I'm not arguing against that necessarily. Sure, that is good to do and know as an option. It's also good to be aware of the other mechanisms and functions that may be at play.

At the bottom of this comment is a research paper that speaks to the importance of having a robust, honest, factual, accurate corporate voting system if you're interested. If we don't have that, then (as you can read from that paper), companies can be entirely destroyed or "forced" to do things that the majority do not want done/performed. It goes against the very foundation of democracy and voting.


TrueBirch t1_j32zfjo wrote

That was an interesting article. From a corporate governance perspective, it's very bad. I look at things like Apple's multi-billion dollar headquarters and wonder why they didn't shave a billion off the cost and issue a dividend instead.

For typical people with a few grand in the bank, using a broker and an index fund remains good advice. Especially when you can get a tax benefit (401k, HSA, 529, etc).


pale_blue_dots t1_j3347uz wrote

In some ways, maybe, sure. But people need to understand that shares held with a broker means you don't really own them - they don't have your name on them and, subsequently, they can (and, statistically, will) be used in convoluted schemes by the army of quants/greedy psychos/"kids"/algorithms/naïve/etc... working at hedge funds, investment banks, and the like - such that value is lost and consolidated in fewer and fewer hands.

When there's talk about "wealth inequality" this and that and "rich getting richer" and "CEO pay has risen X amount while workers' wages have remained flat" - these are some of the major, key mechanisms by which that is happening.

The problem with "phantom shares" born of lending, shorting, and failure-to-delivers isn't only relegated to corporate governance and voting as you may/are thinking. It means companies can be destroyed or dubiously changed -- that means lives, livelihoods, families, pensions, retirements, and more are destroyed, changed, malformed, and so on.

Average shareholders think their company has XYZ shares, but really there are XYZ10 shares - as such the value has been unjustly (and sometimes illegally) degraded.

If you didn't see it already, this speaks to the issue, as does this, and here, too which is a little more specific, but laid out in pretty easy to understand terms.


TrueBirch t1_j334r8g wrote

The real question is how people can invest who would otherwise keep extra cash in their savings account. An index fund exacerbates some bad behaviors, but it preserves value better than keeping cash, which is how most people are taught to save when they start working.


pale_blue_dots t1_j33eteu wrote

You mean enticing people to invest that otherwise would not / who are just putting it in savings?

Aside from that, yeah, I don't disagree that index funds are good in many respects.

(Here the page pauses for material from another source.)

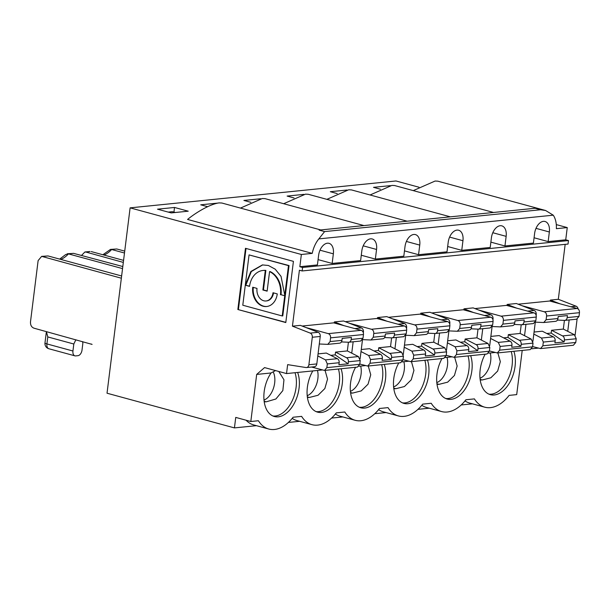 <?xml version="1.0" encoding="UTF-8"?>
<svg xmlns="http://www.w3.org/2000/svg" width="610" height="610" viewBox="0 0 610 610"><rect width="100%" height="100%" fill="white"/><g stroke="black" fill="none" stroke-linecap="round" stroke-linejoin="round"><path stroke-width="0.91" d="M91.043 343.979A5.376 5.376 0 0 0 92.102 344.398L33.908 328.165C31.468 327.166 30.332 325.046 30.5 321.79L38.125 260.592L41.655 256.368L121.352 278.206M221.865 203.023L219.104 202.886C209.977 204.091 195.802 212.646 187.567 219.44L312.236 253.371A22.395 13.656 -74.8 0 1 318.839 238.891L324.596 231.594L540.59 209.756L545.607 210.503L553.262 215.185A22.395 13.656 -74.8 0 1 556.373 228.681L567.254 227.583L565.729 239.821L568.467 240.569L568.032 244.069L302.141 270.954L299.403 270.215L292.434 326.167L300.372 325.366L318.168 332.29A3.584 2.768 -95.8 0 1 320.235 336.461L316.811 363.926A3.584 2.768 -95.8 0 1 314.432 366.747L306.502 367.548A3.584 2.768 -95.8 0 0 308.881 364.734L312.297 337.261A3.584 2.768 -95.8 0 0 310.231 333.098L292.434 326.167M252.746 287.234L257.008 288.4A10.454 8.067 -95.8 0 0 266.051 300.974A10.454 8.067 -95.8 0 0 272.998 292.747L277.26 293.906A16.028 12.368 84.2 0 1 266.616 306.517A16.028 12.368 84.2 0 1 252.746 287.234M267.157 290.947L263.436 289.933L265.868 270.405A20.206 15.593 -95.8 0 0 263.535 270.413L262.971 270.466A20.206 15.593 -95.8 0 0 249.551 286.364L245.289 285.205L250.855 271.496L262.407 264.923L268.385 265.48L275.202 269.178L281.042 276.368L284.786 295.301L285.358 295.24L289.048 265.571L288.484 265.632L284.786 295.301M265.868 270.405L265.304 270.459A20.206 15.593 -95.8 0 0 262.971 270.466M174.521 207.461L157.51 209.184L171.212 212.913L188.223 211.19L174.521 207.461L173.941 212.127M175.306 212.493L172.317 211.685L168.223 212.097M67.268 253.775L73.581 253.356L122.801 266.532M73.581 253.356L68.434 253.882L122.549 268.606M263.436 289.933L262.872 289.994L265.304 270.459M419.001 187.232L395.997 180.972L130.113 207.858L107.025 393.214L234.438 427.9L256.436 425.673M538.249 348.119L531.745 348.775M495.053 352.488L488.549 353.144M451.85 356.858L445.346 357.513M408.654 361.227L402.15 361.882M365.451 365.596L358.947 366.252M322.255 369.965L286.532 373.572L264.557 367.594L256.68 374.426L250.817 421.51L258.411 420.74A40.313 24.583 105.2 0 0 268.766 429.028A40.313 24.583 105.2 0 0 293.105 417.232L301.614 416.371A40.313 24.583 105.2 0 0 311.962 424.659A40.313 24.583 105.2 0 0 336.301 412.863L344.81 412.002A40.313 24.583 105.2 0 0 355.165 420.29A40.313 24.583 105.2 0 0 379.504 408.494L388.013 407.632A40.313 24.583 105.2 0 0 398.361 415.921A40.313 24.583 105.2 0 0 422.7 404.125L431.209 403.263A40.313 24.583 105.2 0 0 441.564 411.552A40.313 24.583 105.2 0 0 465.903 399.756L474.412 398.894A40.313 24.583 105.2 0 0 484.759 407.183A40.313 24.583 105.2 0 0 509.098 395.387L516.7 394.617L522.206 350.437M485.179 354.181A27.572 16.821 105.2 0 0 490.371 394.662A27.572 16.821 105.2 0 0 510.158 381.738A27.572 16.821 105.2 0 0 513.872 351.284M488.915 394.151A27.572 16.821 105.2 0 0 507.444 380.442A27.572 16.821 105.2 0 0 511.233 351.551M464.995 400.892A40.313 24.583 105.2 0 0 469.692 403.08L484.759 407.183M437.858 181.178L435.098 181.04L413.275 190.617M565.729 239.821L548.154 241.598L549.351 231.983A11.643 7.099 105.2 0 0 545.035 221.491A11.643 7.099 105.2 0 0 534.612 233.477L533.414 243.093L504.95 245.967L506.147 236.352A11.643 7.099 105.2 0 0 501.839 225.86A11.643 7.099 105.2 0 0 491.408 237.847L490.211 247.462L461.755 250.336L462.952 240.721A11.643 7.099 105.2 0 0 458.636 230.229A11.643 7.099 105.2 0 0 448.213 242.216L447.016 251.831L418.551 254.706L419.749 245.09A11.643 7.099 105.2 0 0 415.44 234.598A11.643 7.099 105.2 0 0 405.009 246.585L403.812 256.2L375.356 259.075L376.553 249.459A11.643 7.099 105.2 0 0 372.237 238.967A11.643 7.099 105.2 0 0 361.814 250.946L360.617 260.569L332.153 263.444L333.35 253.829A11.643 7.099 105.2 0 0 329.042 243.337A11.643 7.099 105.2 0 0 318.611 255.315L317.413 264.938L299.838 266.715L302.583 267.462L568.467 240.569M351.459 189.916L348.699 189.779L326.876 199.348M535.374 322.156L543.754 322.522L546.11 319.724L546.575 316.01C546.667 313.86 545.912 312.457 544.295 311.794L521.931 305.686M546.11 319.724L557.944 318.527A3.553 2.745 84.2 0 1 555.588 321.325L543.754 322.522M346.564 357.757L358.398 356.56L347.342 350.925L335.538 352.115L346.564 357.757A3.553 2.745 84.2 0 1 348.386 361.783L348.135 363.796L338.916 364.727L339.168 362.721A3.553 2.745 84.2 0 0 337.345 358.688L326.319 353.053L318.069 353.884M335.538 352.115L335.195 354.89L348.135 363.796M335.195 354.89L330.788 355.34M311.558 367.037L324.512 370.43L326.868 367.632L327.326 363.918L325.511 359.885L317.81 355.935M326.868 367.632L359.763 364.307L360.228 360.586L358.398 356.56M360.106 358.855L362.477 339.8M363.346 332.785L363.438 332.092A3.584 2.768 -95.8 0 0 361.372 327.921L343.567 320.997L334.387 321.927L343.926 325.641M351.741 353.167L353.159 341.798M534.078 237.77L548.154 241.598M490.875 242.139L504.95 245.967M447.679 246.509L461.755 250.336M404.476 250.878L418.551 254.706M361.28 255.247L375.356 259.075M318.077 259.616L332.153 263.444M319.297 343.994L327.761 344.368L330.109 341.569L341.951 340.372L342.202 338.359L351.421 337.429L342.195 338.405M341.951 340.372A3.553 2.745 84.2 0 1 339.587 343.171L327.761 344.368M330.109 341.569L330.574 337.848C330.673 335.706 329.911 334.303 328.294 333.639L305.93 327.532M359.763 364.307L357.399 367.106L324.512 370.43M348.813 342.233A3.553 2.745 84.2 0 0 351.169 339.442L363.011 338.245L360.64 341.036L348.813 342.233A3.553 2.745 84.2 0 1 348.501 342.24L341.425 341.92M328.294 333.639L361.181 330.315L333.678 322.858L302.133 326.053M130.113 207.858L301.363 254.477L312.236 253.371M301.363 254.477L299.838 266.715M286.532 373.572L287.645 364.635L305.945 367.533A3.584 2.768 -95.8 0 0 306.502 367.548M540.59 209.756L535.115 208.262L319.114 230.107L324.596 231.594M249.581 286.159L245.289 285.205M245.86 285.152L251.312 271.564L262.696 264.9M281.019 294.721L285.274 295.88L281.019 294.721A20.206 15.593 -95.8 0 0 270.131 271.564L269.567 271.618L267.134 291.153L262.872 289.994M280.455 294.775A20.206 15.593 -95.8 0 0 269.567 271.618M284.71 295.934L282.216 315.957L242.788 305.221L249.055 254.904L289.048 265.571M249.055 254.904L288.484 265.632M237.854 309.506L245.472 248.3L293.425 261.354L285.8 322.553L237.854 309.506L285.831 322.347M121.626 275.979L48.022 255.941L42.837 256.467M41.648 256.368L48.022 255.941M60.733 259.402A26.878 16.394 -74.8 0 0 68.434 253.882L65.689 254.561L59.666 259.113M266.051 300.974L266.623 300.913A10.454 8.067 -95.8 0 0 273.532 292.892M246.013 248.445L238.418 309.445M246.066 420.214A40.313 24.583 105.2 0 0 253.691 424.926L268.766 429.028M250.817 421.51L235.742 417.408L234.438 427.9M288.385 422.44L299.632 421.304M292.198 418.368A40.313 24.583 105.2 0 0 296.895 420.557L311.962 424.659M461.183 404.964L472.43 403.828M417.98 409.333L429.234 408.197M374.784 413.702L386.031 412.566M331.581 418.071L342.835 416.935M75.853 339.778L73.81 344.01L47.786 336.926L46.909 343.918A5.376 0.968 7.1 0 1 44.98 342.911A5.376 5.376 0 0 0 48.907 348.76A5.376 3.279 -74.8 0 1 46.909 343.918L72.941 351.009A5.376 3.279 105.2 0 0 74.931 355.851A5.376 3.279 105.2 0 0 75.693 355.904L77.958 355.676A5.376 3.279 -74.8 0 0 82.014 350.087L82.884 343.094L82.502 341.615M47.786 336.926L46.413 331.626M72.941 351.009L73.81 344.01M264.214 401.807L266.204 401.822L264.138 401.258M278.785 371.467L283.963 379.778L282.842 390.575L275.895 398.993L266.204 401.822M273.15 371.818A17.019 10.378 -74.8 0 1 273.539 388.006A17.019 10.378 -74.8 0 1 264.008 400.091M272.922 415.989A27.572 16.821 105.2 0 0 291.641 401.914A27.572 16.821 105.2 0 0 295.026 372.718M389.767 353.388L401.593 352.191L390.537 346.556L378.741 347.746L389.767 353.388A3.553 2.745 84.2 0 1 391.589 357.414L391.338 359.427L382.112 360.358L382.363 358.352A3.553 2.745 84.2 0 0 380.541 354.326L369.515 348.684L361.265 349.515M378.741 347.746L378.398 350.521L391.338 359.427M378.398 350.521L373.991 350.971M385.39 334.036L394.624 333.06L394.373 335.073A3.553 2.745 84.2 0 1 392.009 337.864A3.553 2.745 84.2 0 1 391.696 337.879L384.62 337.551M394.624 333.06L385.398 333.99L385.146 336.003A3.553 2.745 84.2 0 1 382.79 338.802L370.956 339.999L373.312 337.2L373.777 333.479C373.869 331.337 373.114 329.934 371.498 329.27L349.133 323.163M307.409 397.438L309.4 397.453L307.333 396.889M325.054 370.377L327.539 379.123L324.856 388.547L318.046 395.265L309.4 397.453M317.474 370.445A17.019 10.378 -74.8 0 1 307.204 395.722M403.301 354.486L405.673 335.431M406.55 328.416L406.634 327.722A3.584 2.768 -95.8 0 0 404.567 323.552L386.77 316.628L377.582 317.558L387.129 321.272M394.945 348.798L396.355 337.429M362.576 339.633L370.956 339.999M359.793 364.048L367.708 366.061L370.064 363.263L370.529 359.549L368.714 355.516L361.013 351.566M370.064 363.263L402.958 359.938L400.595 362.736L367.708 366.061M402.958 359.938L403.423 356.217L401.593 352.191M390.537 346.556L391.62 337.871M394.373 335.073L406.207 333.876L403.843 336.674L392.009 337.864M406.207 333.876L406.672 330.155C406.771 328.005 406.001 326.602 404.377 325.946L376.873 318.489L345.329 321.683M316.117 411.62A27.572 16.821 105.2 0 0 334.646 397.918A27.572 16.821 105.2 0 0 338.436 369.019M81.488 255.476L84.881 251.999L86.071 252.098L123.319 262.407M89.99 251.503L86.071 252.098M110.471 249.406L116.784 248.987L110.471 249.421L102.869 254.744M377.582 317.558L377.453 318.649M265.06 198.654L262.3 198.517L240.477 208.086M217.526 203.115L200.713 204.815L207.636 206.698M335.401 413.999A40.313 24.583 105.2 0 0 340.09 416.188L355.165 420.29M123.571 260.378L91.225 251.572M103.929 255.033A26.878 16.394 -74.8 0 0 111.63 249.513L124.486 253.013M116.784 248.987L124.722 251.114M480.207 379.969L482.197 379.977L480.131 379.42M497.851 352.9L500.337 361.654L497.653 371.071L490.844 377.796L482.197 379.977M490.272 352.969A17.019 10.378 -74.8 0 1 480.001 378.246M437.012 384.338L439.002 384.346L436.935 383.781M454.656 357.269L457.142 366.023L454.45 375.44L447.649 382.165L439.002 384.346M447.069 357.338A17.019 10.378 -74.8 0 1 436.806 382.615M393.808 388.7L395.798 388.715L393.732 388.151M411.453 361.638L413.938 370.392L411.254 379.809L404.445 386.526L395.798 388.715M403.873 361.707A17.019 10.378 -74.8 0 1 393.603 386.984M562.565 335.912L574.391 334.722L563.335 329.08L551.539 330.277L562.565 335.912A3.553 2.745 84.2 0 1 564.387 339.945L564.136 341.951L554.909 342.889L555.161 340.876A3.553 2.745 84.2 0 0 553.339 336.85L542.313 331.207L534.063 332.038M551.539 330.277L551.196 333.052L564.136 341.951M551.196 333.052L546.789 333.495M558.188 316.56L567.422 315.583L567.17 317.596A3.553 2.745 84.2 0 1 564.807 320.395A3.553 2.745 84.2 0 1 564.494 320.402L557.418 320.075M567.422 315.583L558.196 316.521L557.944 318.527M519.362 340.281L531.196 339.084L520.139 333.449L508.336 334.646L519.362 340.281A3.553 2.745 84.2 0 1 521.184 344.315L520.932 346.32L511.714 347.258L511.965 345.245A3.553 2.745 84.2 0 0 510.143 341.219L499.117 335.576L490.867 336.407M508.336 334.646L507.993 337.421L520.932 346.32M507.993 337.421L503.586 337.864M514.992 320.929L524.219 319.953L523.967 321.966A3.553 2.745 84.2 0 1 521.611 324.764A3.553 2.745 84.2 0 1 521.298 324.772L514.222 324.444M524.219 319.953L515 320.89L514.749 322.896A3.553 2.745 84.2 0 1 512.385 325.694L500.558 326.891L502.907 324.093L503.372 320.372C503.471 318.229 502.709 316.826 501.092 316.163L478.728 310.055M476.166 344.65L487.992 343.453L476.936 337.818L465.14 339.015L476.166 344.65A3.553 2.745 84.2 0 1 477.988 348.684L477.737 350.689L468.511 351.619L468.762 349.614A3.553 2.745 84.2 0 0 466.94 345.588L455.914 339.945L447.664 340.776M465.14 339.015L464.797 341.791L477.737 350.689M464.797 341.791L460.39 342.233M471.789 325.298L481.023 324.322L480.771 326.335A3.553 2.745 84.2 0 1 478.408 329.133A3.553 2.745 84.2 0 1 478.095 329.141L471.019 328.813M481.023 324.322L471.797 325.26L471.545 327.265A3.553 2.745 84.2 0 1 469.189 330.063L457.355 331.26L459.711 328.462L460.176 324.741C460.268 322.598 459.513 321.195 457.896 320.532L435.532 314.424M445.719 398.513A27.572 16.821 105.2 0 0 464.248 384.811A27.572 16.821 105.2 0 0 468.038 355.92M402.516 402.882A27.572 16.821 105.2 0 0 421.045 389.18A27.572 16.821 105.2 0 0 424.834 360.281M532.591 346.571L540.506 348.584L542.862 345.794L543.327 342.073L541.512 338.047L533.811 334.089M542.862 345.794L575.756 342.462L573.392 345.26L540.506 348.584M575.756 342.462L576.221 338.748L574.391 334.722M563.335 329.08L564.418 320.395M567.17 317.596L579.004 316.399L576.641 319.198L564.807 320.395M579.004 316.399L579.47 312.678C579.569 310.536 578.798 309.133 577.174 308.469L549.671 301.012L518.126 304.207M492.171 326.525L500.558 326.891M489.395 350.941L497.31 352.954L499.666 350.163L500.124 346.442L498.309 342.416L490.608 338.458M499.666 350.163L532.561 346.831L530.197 349.629L497.31 352.954M532.561 346.831L533.026 343.117L531.196 339.084M520.139 333.449L521.214 324.764M523.967 321.966L535.809 320.768L533.437 323.567L521.611 324.764M535.809 320.768L536.266 317.048C536.365 314.905 535.603 313.502 533.979 312.838L506.475 305.381L474.931 308.576M448.975 330.894L457.355 331.26M446.192 355.31L454.107 357.323L456.463 354.532L456.928 350.811L455.113 346.785L447.412 342.828M456.463 354.532L489.357 351.2L486.993 353.998L454.107 357.323M489.357 351.2L489.822 347.486L487.992 343.453M476.936 337.818L478.019 329.133M480.771 326.335L492.605 325.138L490.242 327.936L478.408 329.133M492.605 325.138L493.071 321.417C493.17 319.266 492.4 317.863 490.775 317.208L463.272 309.75L431.728 312.945M489.7 345.748L492.072 326.693M492.949 319.678L493.032 318.984A3.584 2.768 -95.8 0 0 490.966 314.821L473.169 307.89L463.981 308.82L473.528 312.534M481.343 340.06L482.754 328.691M536.144 315.309L536.236 314.615A3.584 2.768 -95.8 0 0 534.169 310.452L516.365 303.521L507.184 304.451L516.723 308.164M524.539 335.691L525.957 324.322M532.904 341.379L535.275 322.324M577.098 319.099L575.093 335.225M567.742 331.329L569.153 319.953M570.8 306.746L576.122 306.205A3.584 2.768 84.2 0 1 578.143 308.988M421.8 405.261A40.313 24.583 105.2 0 0 426.489 407.45L441.564 411.552M378.596 409.63A40.313 24.583 105.2 0 0 383.293 411.819L398.361 415.921M394.662 185.547L391.902 185.409L370.072 194.979M390.324 185.638L373.511 187.339L380.434 189.222M347.12 190.007L330.307 191.708L337.231 193.591M303.925 194.376L287.112 196.077L294.035 197.96M576.122 306.205L558.318 299.281L550.38 300.082L559.927 303.795M550.38 300.082L550.25 301.172M449.745 324.047L449.837 323.353A3.584 2.768 -95.8 0 0 447.77 319.19L429.966 312.259L420.786 313.189L430.325 316.903M446.505 350.117L448.876 331.062M463.981 308.82L463.852 309.91M507.184 304.451L507.047 305.541M556.297 224.602L567.254 227.583M565.165 244.358L558.318 299.281M438.14 344.429L439.558 333.06M432.963 349.019L444.797 347.822L433.74 342.187L421.937 343.377L432.963 349.019A3.553 2.745 84.2 0 1 434.785 353.053L434.533 355.058L425.315 355.988L425.566 353.983A3.553 2.745 84.2 0 0 423.744 349.957L412.718 344.315L404.468 345.146M421.937 343.377L421.594 346.152L434.533 355.058M421.594 346.152L417.187 346.602M428.594 329.667L437.82 328.691L437.568 330.704A3.553 2.745 84.2 0 1 435.212 333.495A3.553 2.745 84.2 0 1 434.899 333.51L427.824 333.182M437.82 328.691L428.601 329.621L428.35 331.634A3.553 2.745 84.2 0 1 425.986 334.433L414.159 335.63L416.508 332.831L416.973 329.11C417.072 326.968 416.31 325.565 414.693 324.901L392.329 318.794M350.613 393.069L352.603 393.084L350.536 392.52M368.257 366.008L370.743 374.761L368.051 384.178L361.25 390.896L352.603 393.084M360.67 366.076A17.019 10.378 -74.8 0 1 350.407 391.353M405.772 335.264L414.159 335.63M402.996 359.679L410.911 361.692L413.267 358.893L413.725 355.18L411.91 351.146L404.209 347.197M413.267 358.893L446.162 355.569L443.798 358.367M446.162 355.569L446.627 351.856L444.797 347.822M433.74 342.187L434.816 333.502M437.568 330.704L449.41 329.507L447.038 332.305L435.212 333.495M449.41 329.507L449.867 325.786C449.966 323.635 449.204 322.233 447.58 321.577L420.076 314.119L388.532 317.314M359.32 407.251A27.572 16.821 105.2 0 0 377.849 393.549A27.572 16.821 105.2 0 0 381.639 364.65M420.786 313.189L420.648 314.28M308.263 194.285L305.503 194.148L283.673 203.717M260.722 198.746L243.908 200.446L250.832 202.329M441.983 358.55A27.572 16.821 105.2 0 0 447.176 399.031A27.572 16.821 105.2 0 0 466.963 386.107A27.572 16.821 105.2 0 0 470.668 355.653M398.78 362.919A27.572 16.821 105.2 0 0 403.972 403.401A27.572 16.821 105.2 0 0 423.759 390.476A27.572 16.821 105.2 0 0 427.473 360.022M355.584 367.289A27.572 16.821 105.2 0 0 360.777 407.77A27.572 16.821 105.2 0 0 380.564 394.845A27.572 16.821 105.2 0 0 384.269 364.383M312.8 370.918A27.572 16.821 105.2 0 0 317.574 412.139A27.572 16.821 105.2 0 0 337.361 399.214A27.572 16.821 105.2 0 0 341.074 368.753M256.68 374.426L271.053 372.969A27.572 16.821 105.2 0 0 274.378 416.508A27.572 16.821 105.2 0 0 294.363 403.202A27.572 16.821 105.2 0 0 297.634 372.451M271.053 372.969L275.529 370.583M302.583 267.462L302.141 270.954M361.181 330.315C362.805 330.971 363.568 332.374 363.469 334.524L363.011 338.245M351.169 339.442L351.421 337.429M347.342 350.925L348.417 342.24M285.274 295.88L282.781 315.896L282.216 315.957M334.387 321.927L334.25 323.018M266.898 306.487A16.028 12.368 84.2 0 1 253.295 287.386M462.952 240.721L449.608 237.092M327.326 363.918L339.168 362.721M348.386 361.783L360.228 360.586M325.511 359.885L337.345 358.688M310.231 333.098L318.168 332.29M320.235 336.461L312.297 337.261M354.806 328.584L361.372 327.921M553.262 215.185L318.839 238.891M308.881 364.734L316.811 363.926M333.35 253.829L320.006 250.199M92.102 344.398A5.376 3.279 -74.8 0 1 91.469 344.101M398.002 324.223L404.567 323.552M373.312 337.2L385.146 336.003M368.714 355.516L380.541 354.326M370.529 359.549L382.363 358.352M391.589 357.414L403.423 356.217M373.777 333.479L406.672 330.155M371.498 329.27L404.377 325.946M376.553 249.459L363.209 245.83M541.512 338.047L553.339 336.85M543.327 342.073L555.161 340.876M564.387 339.945L576.221 338.748M546.575 316.01L579.47 312.678M544.295 311.794L577.174 308.469M502.907 324.093L514.749 322.896M498.309 342.416L510.143 341.219M500.124 346.442L511.965 345.245M521.184 344.315L533.026 343.117M503.372 320.372L536.266 317.048M501.092 316.163L533.979 312.838M459.711 328.462L471.545 327.265M455.113 346.785L466.94 345.588M456.928 350.811L468.762 349.614M477.988 348.684L489.822 347.486M460.176 324.741L493.071 321.417M457.896 320.532L490.775 317.208M484.401 315.484L490.966 314.821M527.604 311.115L534.169 310.452M549.351 231.983L536.007 228.353M506.147 236.352L492.804 232.723M441.205 319.853L447.77 319.19M416.508 332.831L428.35 331.634M411.91 351.146L423.744 349.957M413.725 355.18L425.566 353.983M434.785 353.053L446.627 351.856M416.973 329.11L449.867 325.786M414.693 324.901L447.58 321.577M419.749 245.09L406.405 241.461M330.574 337.848L363.469 334.524M351.36 189.885L450.348 216.832M221.758 202.993L320.753 229.939M48.907 348.76L74.931 355.851M44.98 342.911L46.284 332.465M89.983 251.48L84.881 251.991M264.961 198.624L363.949 225.57M394.556 185.524L493.551 212.463M437.759 181.155L545.607 210.503M410.911 361.692L443.79 358.367M308.157 194.254L407.152 221.201"/></g></svg>

Within context of this discussion, they would be performing better for individuals and the pensions and so on without all the legal and illegal lobbied-for loopholes that result in skimming and manipulation. It could be effectively argued through the links here and a few others (and, for example, a book titled Naked, Short, and Greedy that lays a lot of this or very clearly, in both data and abstractly) that the middle and lower classes have been... robbed... of billions and billions and billions (and billions) of dollars over the past decade alone.